**Activity**. Skip every image and restate the data word for word.

--------------------------------------------------

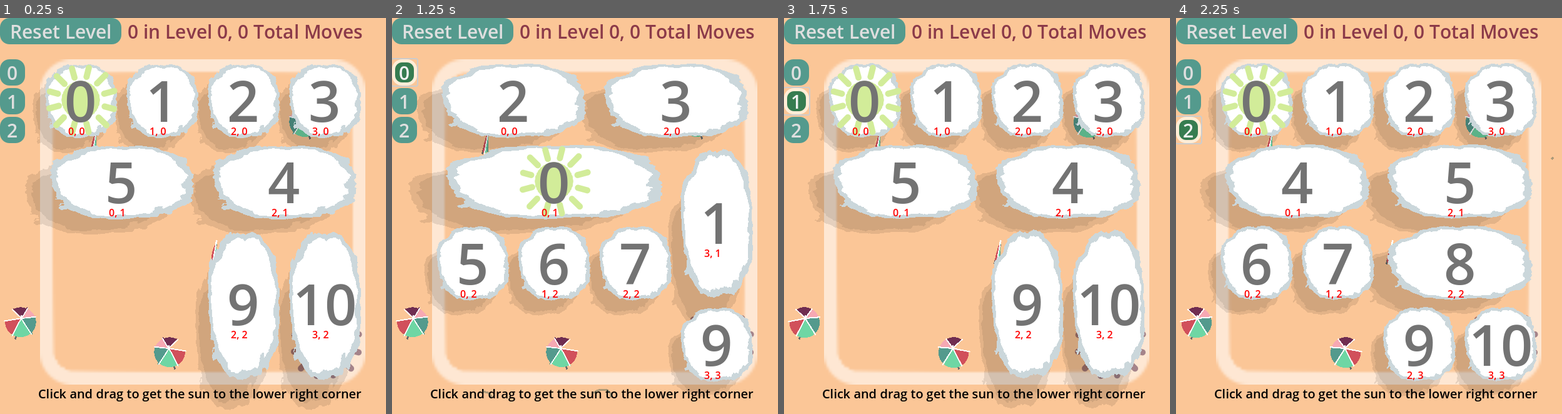
Above: before the commit, frames 1-4 (left to right).
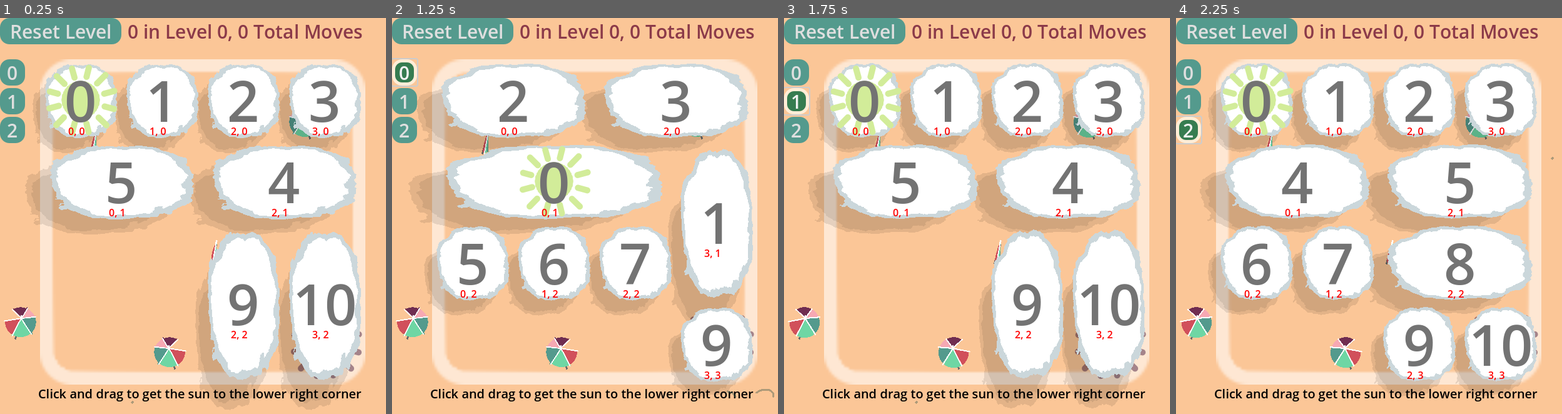
Above: after the commit, the same moments.

Repository: firelighted/comfyjam2026_slidingsun
Game: Godot game, scene res://scenes_scripts/main_2d.tscn
The game is run twice, just before and just after one commit, with the same random seed, the same clock (stepped at 60 frames per second) and the same inputs. The engine's default icon, where the game draws it, is replaced by a stand-in: a white triangle on a blue panel in a dark square.
Inputs:
- Up to frame 1 (0.25 s): no input
- Up to frame 2 (1.25 s): click "0" at 0.5 s
- Up to frame 3 (1.75 s): click "1" at 1.25 s
- Up to frame 4 (2.25 s): click "2" at 2 s

The runs differ from the first frame. In frame 1, less than 0.1% of the frame differs, in the area x 33-35%, y 96-98%; in frame 2, less than 0.1%, in the area x 23-100%, y 93-96%; in frame 3, less than 0.1%; in frame 4, nothing differs.

Commit message:
add particle effects

Diff:
--- a/block_manager.gd
+++ b/block_manager.gd
@@ -26,8 +26,8 @@
 	]
 ]
 
-const breaker_tiles_level_0 : Array[Vector2] = [Vector2(0, 3), Vector2(1, 3)]
-const breaker_tiles_level_1 : Array[Vector2] = [Vector2(0, 0)]
+const breaker_tiles_level_0 : Array[Vector2] = [Vector2(3, 3), Vector2(3, 3)]
+const breaker_tiles_level_1 : Array[Vector2] = [Vector2(0, 3), Vector2(1, 3)]
 const breaker_tiles_level_2 : Array[Vector2] = [Vector2(3, 0)]
 # locations for wind breaker tiles in each level
 var breaker_tiles_levels = [
@@ -207,10 +207,12 @@
 		var wind = wind_prefab.instantiate()
 		snap_to_position_from_row_col(wind, tile)
 		breaker_parent.add_child(wind)
+		var wind_path = wind.get_path()
 		# random delay before animations start to prevent
 		# all wind from doing the same anim at the same exact time
 		await get_tree().create_timer(randf_range(0,5)).timeout
-		wind.get_child(0).play("idle")
+		if get_node_or_null(wind_path):
+			wind.get_child(0).play("idle")
 
 func snap_to_position_from_row_col(node_to_move: Node, grid_pos, dims_of_node = Vector2(1,1)):
 	var new_position = (grid_pos + 0.5 * dims_of_node) * Constants.PIXELS_PER_UNIT
@@ -478,3 +480,4 @@
 			var new_id = _find_lowest_unoccupied_id()
 			set_array(new_id, tile.x, tile.y)
 			blocks.push_back(_create_block(new_id, tile.x, tile.y))
+			b.show_break()
--- a/scenes_scripts/block.gd
+++ b/scenes_scripts/block.gd
@@ -12,6 +12,7 @@
 @onready var clickable = $Clickable
 @onready var label = $Label
 @onready var selected_sprite = $Clickable/selected_texture
+@onready var particles = $Particles
 
 var block_id = -1
 var dims = Vector2(1, 1)
@@ -49,6 +50,10 @@
 ###
 ### CUSTOM METHODS
 ###
+
+func show_break():
+	particles.restart()
+	particles.emitting = true
 
 func set_variables(new_block_id, width: int, height: int, row: int, col: int):
 	self.block_id = new_block_id
--- a/scenes_scripts/block.tscn
+++ b/scenes_scripts/block.tscn
@@ -6,6 +6,7 @@
 [ext_resource type="Texture2D" uid="uid://dir1qm5nt4uoj" path="res://images/tiles/selected_tile.png" id="3_lgxio"]
 [ext_resource type="Texture2D" uid="uid://cg14q0lo7puh1" path="res://images/palette.png" id="4_kqftf"]
 [ext_resource type="LabelSettings" uid="uid://b4qx5deogc1w8" path="res://theme/DEBUG_labelsetting.tres" id="5_280uh"]
+[ext_resource type="Texture2D" uid="uid://dosvuaogf8qp4" path="res://images/tiles/cloud_particle.png" id="6_otir6"]
 
 [sub_resource type="RectangleShape2D" id="RectangleShape2D_nichk"]
 size = Vector2(120, 120)
@@ -38,6 +39,9 @@
 shader_parameter/edge_color = Color(0.794272, 0.843837, 0.857672, 1)
 shader_parameter/inner_color = Color(1, 1, 1, 1)
 shader_parameter/noise = SubResource("NoiseTexture2D_w5jev")
+
+[sub_resource type="Gradient" id="Gradient_dv0kw"]
+colors = PackedColorArray(1, 1, 1, 1, 0.55, 0.55, 0.55, 0)
 
 [sub_resource type="LabelSettings" id="LabelSettings_g8qok"]
 font_size = 90
@@ -87,6 +91,26 @@
 position = Vector2(-3, 81)
 texture = ExtResource("4_kqftf")
 
+[node name="Particles" type="CPUParticles2D" parent="."]
+z_index = 500
+position = Vector2(0, 8)
+emitting = false
+amount = 15
+one_shot = true
+explosiveness = 1.0
+lifetime_randomness = 0.17
+texture = ExtResource("6_otir6")
+emission_shape = 1
+emission_sphere_radius = 104.25
+spread = 180.0
+gravity = Vector2(0, -150)
+initial_velocity_max = 89.17
+angular_velocity_max = 630.45
+angle_min = -467.8
+angle_max = 275.2
+scale_amount_min = 0.0
+color_ramp = SubResource("Gradient_dv0kw")
+
 [node name="Label" type="Label" parent="."]
 z_index = 110
 anchors_preset = 8
--- a/scenes_scripts/main_2d.tscn
+++ b/scenes_scripts/main_2d.tscn
@@ -70,7 +70,7 @@
 [node name="BreakerParent" type="Node2D" parent="Main2D"]
 
 [node name="WindSprite" parent="Main2D/BreakerParent" instance=ExtResource("8_yu60x")]
-position = Vector2(65, 455)
+position = Vector2(-272, -130)
 
 [node name="BlockParent" type="Node2D" parent="Main2D"]
 
Binary file added: images/tiles/cloud_particle.png
Not shown: 1 places in scenes_scripts/block.tscn that only renumber resources

--------------------------------------------------

**Your solution**.
Above: before the commit, frames 1-4 (left to right).
Above: after the commit, the same moments.

Repository: firelighted/comfyjam2026_slidingsun
Game: Godot game, scene res://scenes_scripts/main_2d.tscn
The game is run twice, just before and just after one commit, with the same random seed, the same clock (stepped at 60 frames per second) and the same inputs. The engine's default icon, where the game draws it, is replaced by a stand-in: a white triangle on a blue panel in a dark square.
Inputs:
- Up to frame 1 (0.25 s): no input
- Up to frame 2 (1.25 s): click "0" at 0.5 s
- Up to frame 3 (1.75 s): click "1" at 1.25 s
- Up to frame 4 (2.25 s): click "2" at 2 s

The runs differ from the first frame. In frame 1, less than 0.1% of the frame differs, in the area x 33-35%, y 96-98%; in frame 2, less than 0.1%, in the area x 23-100%, y 93-96%; in frame 3, less than 0.1%; in frame 4, nothing differs.

Commit message:
add particle effects

Diff:
--- a/block_manager.gd
+++ b/block_manager.gd
@@ -26,8 +26,8 @@
 	]
 ]
 
-const breaker_tiles_level_0 : Array[Vector2] = [Vector2(0, 3), Vector2(1, 3)]
-const breaker_tiles_level_1 : Array[Vector2] = [Vector2(0, 0)]
+const breaker_tiles_level_0 : Array[Vector2] = [Vector2(3, 3), Vector2(3, 3)]
+const breaker_tiles_level_1 : Array[Vector2] = [Vector2(0, 3), Vector2(1, 3)]
 const breaker_tiles_level_2 : Array[Vector2] = [Vector2(3, 0)]
 # locations for wind breaker tiles in each level
 var breaker_tiles_levels = [
@@ -207,10 +207,12 @@
 		var wind = wind_prefab.instantiate()
 		snap_to_position_from_row_col(wind, tile)
 		breaker_parent.add_child(wind)
+		var wind_path = wind.get_path()
 		# random delay before animations start to prevent
 		# all wind from doing the same anim at the same exact time
 		await get_tree().create_timer(randf_range(0,5)).timeout
-		wind.get_child(0).play("idle")
+		if get_node_or_null(wind_path):
+			wind.get_child(0).play("idle")
 
 func snap_to_position_from_row_col(node_to_move: Node, grid_pos, dims_of_node = Vector2(1,1)):
 	var new_position = (grid_pos + 0.5 * dims_of_node) * Constants.PIXELS_PER_UNIT
@@ -478,3 +480,4 @@
 			var new_id = _find_lowest_unoccupied_id()
 			set_array(new_id, tile.x, tile.y)
 			blocks.push_back(_create_block(new_id, tile.x, tile.y))
+			b.show_break()
--- a/scenes_scripts/block.gd
+++ b/scenes_scripts/block.gd
@@ -12,6 +12,7 @@
 @onready var clickable = $Clickable
 @onready var label = $Label
 @onready var selected_sprite = $Clickable/selected_texture
+@onready var particles = $Particles
 
 var block_id = -1
 var dims = Vector2(1, 1)
@@ -49,6 +50,10 @@
 ###
 ### CUSTOM METHODS
 ###
+
+func show_break():
+	particles.restart()
+	particles.emitting = true
 
 func set_variables(new_block_id, width: int, height: int, row: int, col: int):
 	self.block_id = new_block_id
--- a/scenes_scripts/block.tscn
+++ b/scenes_scripts/block.tscn
@@ -6,6 +6,7 @@
 [ext_resource type="Texture2D" uid="uid://dir1qm5nt4uoj" path="res://images/tiles/selected_tile.png" id="3_lgxio"]
 [ext_resource type="Texture2D" uid="uid://cg14q0lo7puh1" path="res://images/palette.png" id="4_kqftf"]
 [ext_resource type="LabelSettings" uid="uid://b4qx5deogc1w8" path="res://theme/DEBUG_labelsetting.tres" id="5_280uh"]
+[ext_resource type="Texture2D" uid="uid://dosvuaogf8qp4" path="res://images/tiles/cloud_particle.png" id="6_otir6"]
 
 [sub_resource type="RectangleShape2D" id="RectangleShape2D_nichk"]
 size = Vector2(120, 120)
@@ -38,6 +39,9 @@
 shader_parameter/edge_color = Color(0.794272, 0.843837, 0.857672, 1)
 shader_parameter/inner_color = Color(1, 1, 1, 1)
 shader_parameter/noise = SubResource("NoiseTexture2D_w5jev")
+
+[sub_resource type="Gradient" id="Gradient_dv0kw"]
+colors = PackedColorArray(1, 1, 1, 1, 0.55, 0.55, 0.55, 0)
 
 [sub_resource type="LabelSettings" id="LabelSettings_g8qok"]
 font_size = 90
@@ -87,6 +91,26 @@
 position = Vector2(-3, 81)
 texture = ExtResource("4_kqftf")
 
+[node name="Particles" type="CPUParticles2D" parent="."]
+z_index = 500
+position = Vector2(0, 8)
+emitting = false
+amount = 15
+one_shot = true
+explosiveness = 1.0
+lifetime_randomness = 0.17
+texture = ExtResource("6_otir6")
+emission_shape = 1
+emission_sphere_radius = 104.25
+spread = 180.0
+gravity = Vector2(0, -150)
+initial_velocity_max = 89.17
+angular_velocity_max = 630.45
+angle_min = -467.8
+angle_max = 275.2
+scale_amount_min = 0.0
+color_ramp = SubResource("Gradient_dv0kw")
+
 [node name="Label" type="Label" parent="."]
 z_index = 110
 anchors_preset = 8
--- a/scenes_scripts/main_2d.tscn
+++ b/scenes_scripts/main_2d.tscn
@@ -70,7 +70,7 @@
 [node name="BreakerParent" type="Node2D" parent="Main2D"]
 
 [node name="WindSprite" parent="Main2D/BreakerParent" instance=ExtResource("8_yu60x")]
-position = Vector2(65, 455)
+position = Vector2(-272, -130)
 
 [node name="BlockParent" type="Node2D" parent="Main2D"]
 
Binary file added: images/tiles/cloud_particle.png
Not shown: 1 places in scenes_scripts/block.tscn that only renumber resources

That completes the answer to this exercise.